Data for processing: Begin
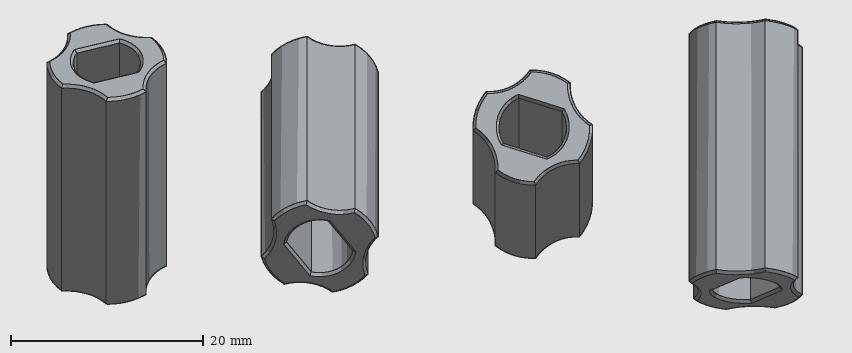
import cadquery as cq
import math

LENGTH = 28.12
OUTER_RADIUS = 12.47 / 2
LOBE_HALF_WIDTH = 2.22
FLUTE_FLOOR_RADIUS = 5.0
BORE_RADIUS = 3.5
BORE_FLAT_WIDTH = 5.15
CHAMFER = 0.3
FLUTE_COUNT = 4
FIRST_FLUTE_ANGLE = 45

LOBE_CORNER_REACH = math.sqrt(OUTER_RADIUS**2 - LOBE_HALF_WIDTH**2)
FLUTE_HALF_CHORD = (LOBE_CORNER_REACH - LOBE_HALF_WIDTH) / math.sqrt(2)
FLUTE_CHORD_DISTANCE = (LOBE_CORNER_REACH + LOBE_HALF_WIDTH) / math.sqrt(2)
FLUTE_DEPTH = FLUTE_CHORD_DISTANCE - FLUTE_FLOOR_RADIUS
FLUTE_RADIUS = (FLUTE_HALF_CHORD**2 + FLUTE_DEPTH**2) / (2 * FLUTE_DEPTH)
FLUTE_CENTER_DISTANCE = FLUTE_FLOOR_RADIUS + FLUTE_RADIUS


def fluted_bar():
    """Round bar with equally spaced lengthwise flutes."""
    bar = cq.Workplane("XY").circle(OUTER_RADIUS).extrude(LENGTH)
    flutes = (
        cq.Workplane("XY")
        .polarArray(FLUTE_CENTER_DISTANCE, FIRST_FLUTE_ANGLE, 360, FLUTE_COUNT)
        .circle(FLUTE_RADIUS)
        .extrude(LENGTH)
    )
    return bar.cut(flutes)


def double_d_bore():
    """Through bore, round along Y, with two flats facing along X."""
    cylinder = cq.Workplane("XY").circle(BORE_RADIUS).extrude(LENGTH)
    slab = cq.Workplane("XY").rect(BORE_FLAT_WIDTH, 2 * BORE_RADIUS).extrude(LENGTH)
    return cylinder.intersect(slab)


def chamfer_ends(part):
    """Chamfer the outer outline and the bore mouth on both end faces."""
    return part.faces("<Z or >Z").edges().chamfer(CHAMFER)


result = chamfer_ends(fluted_bar().cut(double_d_bore()))
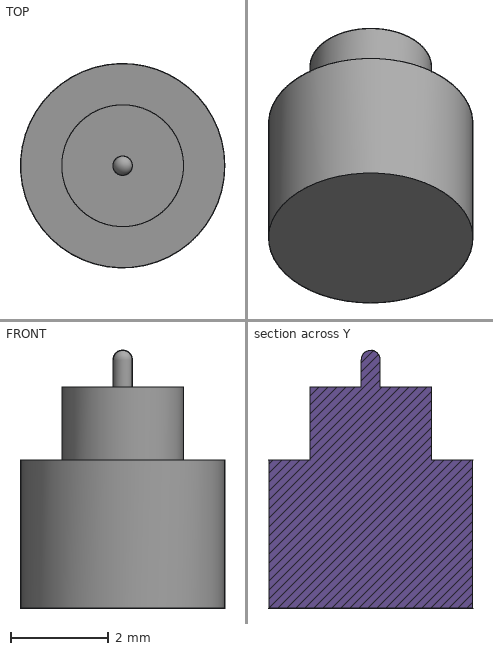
import cadquery as cq

total_height = 5.3
body_diameter = 4.2
body_height = 3.05
neck_diameter = 2.5
neck_height = 1.5
pin_diameter = 0.4

pin_radius = pin_diameter / 2
neck_top = body_height + neck_height
pin_height = total_height - neck_top

body = cq.Workplane("XY").circle(body_diameter / 2).extrude(body_height)

neck = cq.Workplane("XY").workplane(offset=body_height).circle(neck_diameter / 2).extrude(neck_height)

pin = (
    cq.Workplane("XY")
    .workplane(offset=neck_top)
    .circle(pin_radius)
    .extrude(pin_height - pin_radius)
)
tip = cq.Workplane("XY").workplane(offset=total_height - pin_radius).sphere(pin_radius)

result = body.union(neck).union(pin).union(tip)
Data for processing: End
* [Directions] Please give an exact copy of the lines from the line containing "result = chamfer_ends(fluted_bar().cut(double_d_bore()))" through the end of the records above, pictures excluded.

* [Reply to the exercise]
result = chamfer_ends(fluted_bar().cut(double_d_bore()))
import cadquery as cq

total_height = 5.3
body_diameter = 4.2
body_height = 3.05
neck_diameter = 2.5
neck_height = 1.5
pin_diameter = 0.4

pin_radius = pin_diameter / 2
neck_top = body_height + neck_height
pin_height = total_height - neck_top

body = cq.Workplane("XY").circle(body_diameter / 2).extrude(body_height)

neck = cq.Workplane("XY").workplane(offset=body_height).circle(neck_diameter / 2).extrude(neck_height)

pin = (
    cq.Workplane("XY")
    .workplane(offset=neck_top)
    .circle(pin_radius)
    .extrude(pin_height - pin_radius)
)
tip = cq.Workplane("XY").workplane(offset=total_height - pin_radius).sphere(pin_radius)

result = body.union(neck).union(pin).union(tip)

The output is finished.